Task instructions
Each line that contains the word "this" counts once; give the total for the records below and nothing else.

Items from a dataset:
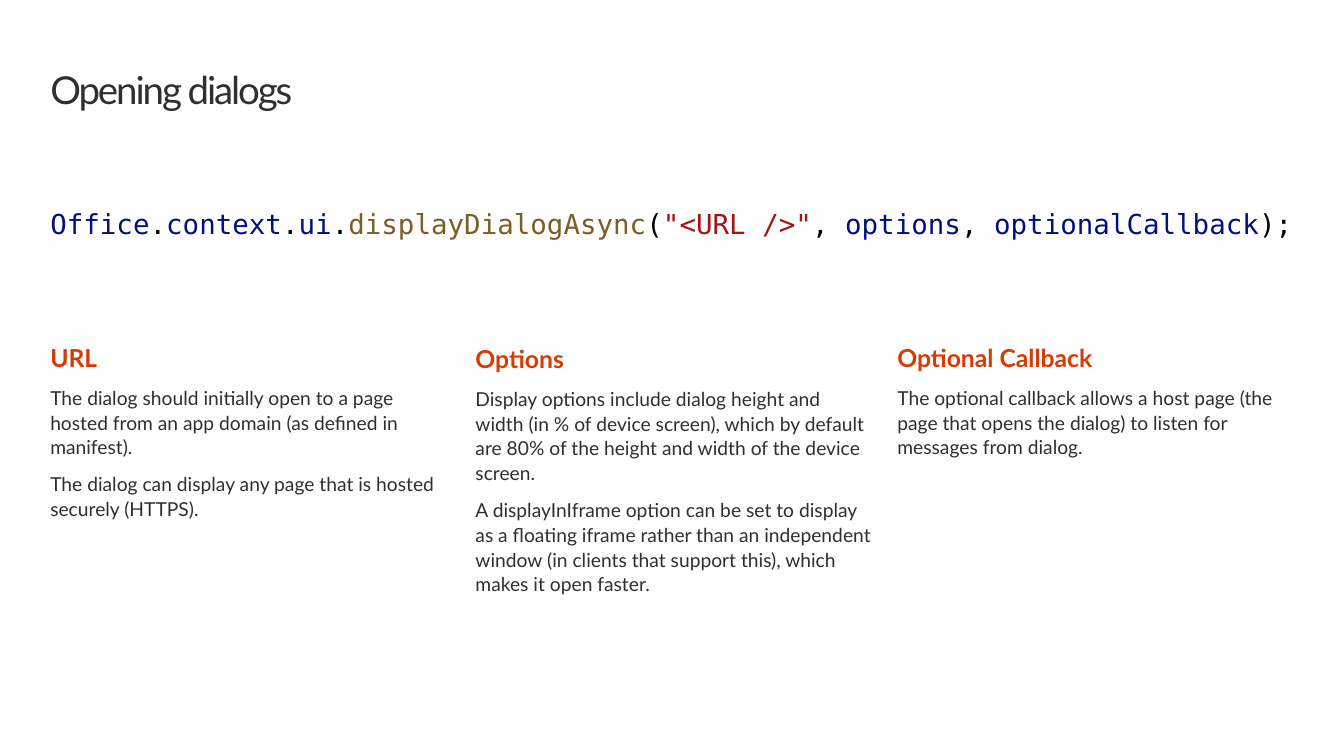
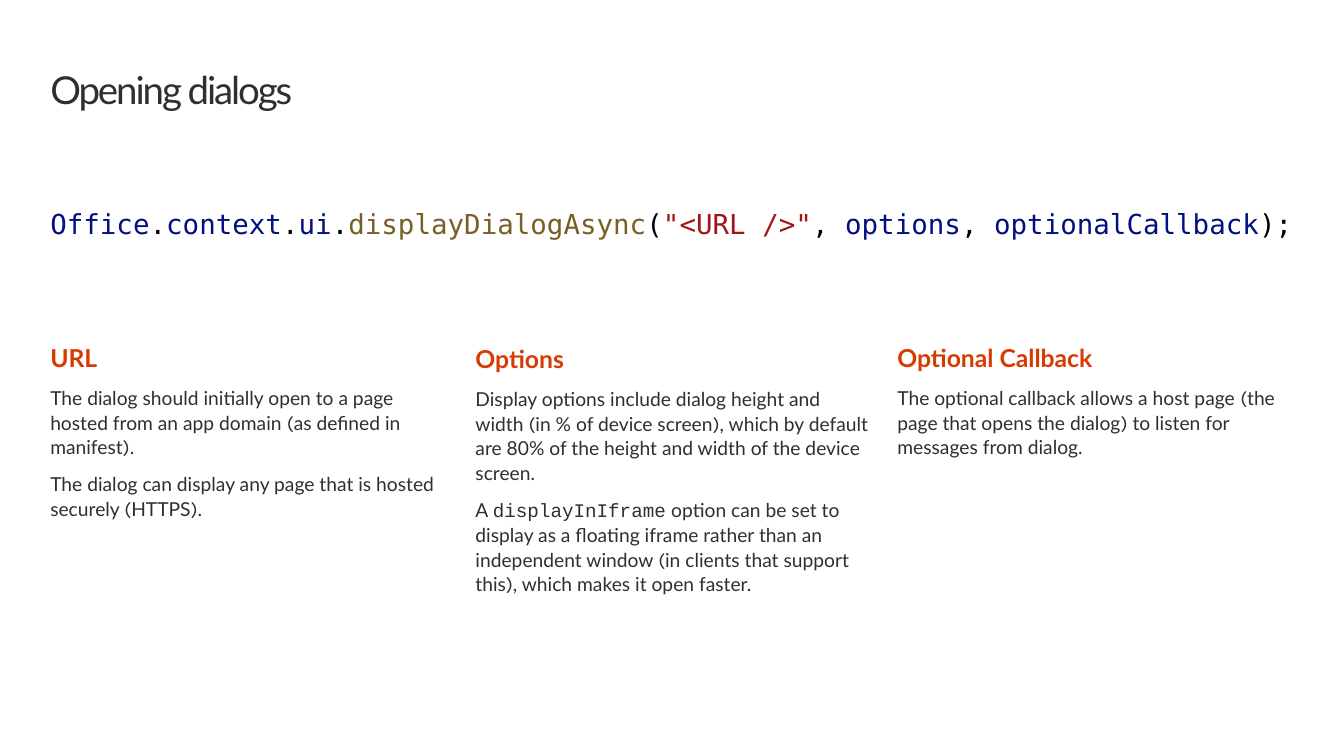
Before and after one commit to OfficeDev/TrainingContent, a slide deck: slide 7 of OfficeAddin/04 Building Add-ins for Microsoft Outlook/02 Add-in Commands and Dialogs.pptx. Drawn at 1344x756 pixels with LibreOffice and Linux fonts; fonts in the diff are those of the drawing; background and template pictures are left out. Boxes give left, top, right and bottom in pixels: in the first picture for what was removed or moved away, otherwise in the second. Text is boxed around its words. In the diff, an @@ line names an element or a change of style, - is before the commit and + after.

```diff
--- a/OfficeAddin/04 Building Add-ins for Microsoft Outlook/02 Add-in Commands and Dialogs.pptx
+++ b/OfficeAddin/04 Building Add-ins for Microsoft Outlook/02 Add-in Commands and Dialogs.pptx
@@ text at [50,391,434,520]: font Lato to Karla in "(as manifest).", "(HTTPS)." @@
@@ text at [475,392,868,595]: font Lato to Karla in "(in screen),", "(in this),"; font Lato to Courier New in "displayInIframe" @@
@@ text at [897,391,1275,458]: font Lato to Karla in "(the dialog)" @@
```
Also in this commit, not shown: 4 other slides changed, 51 other files.

Answer to the exercise
2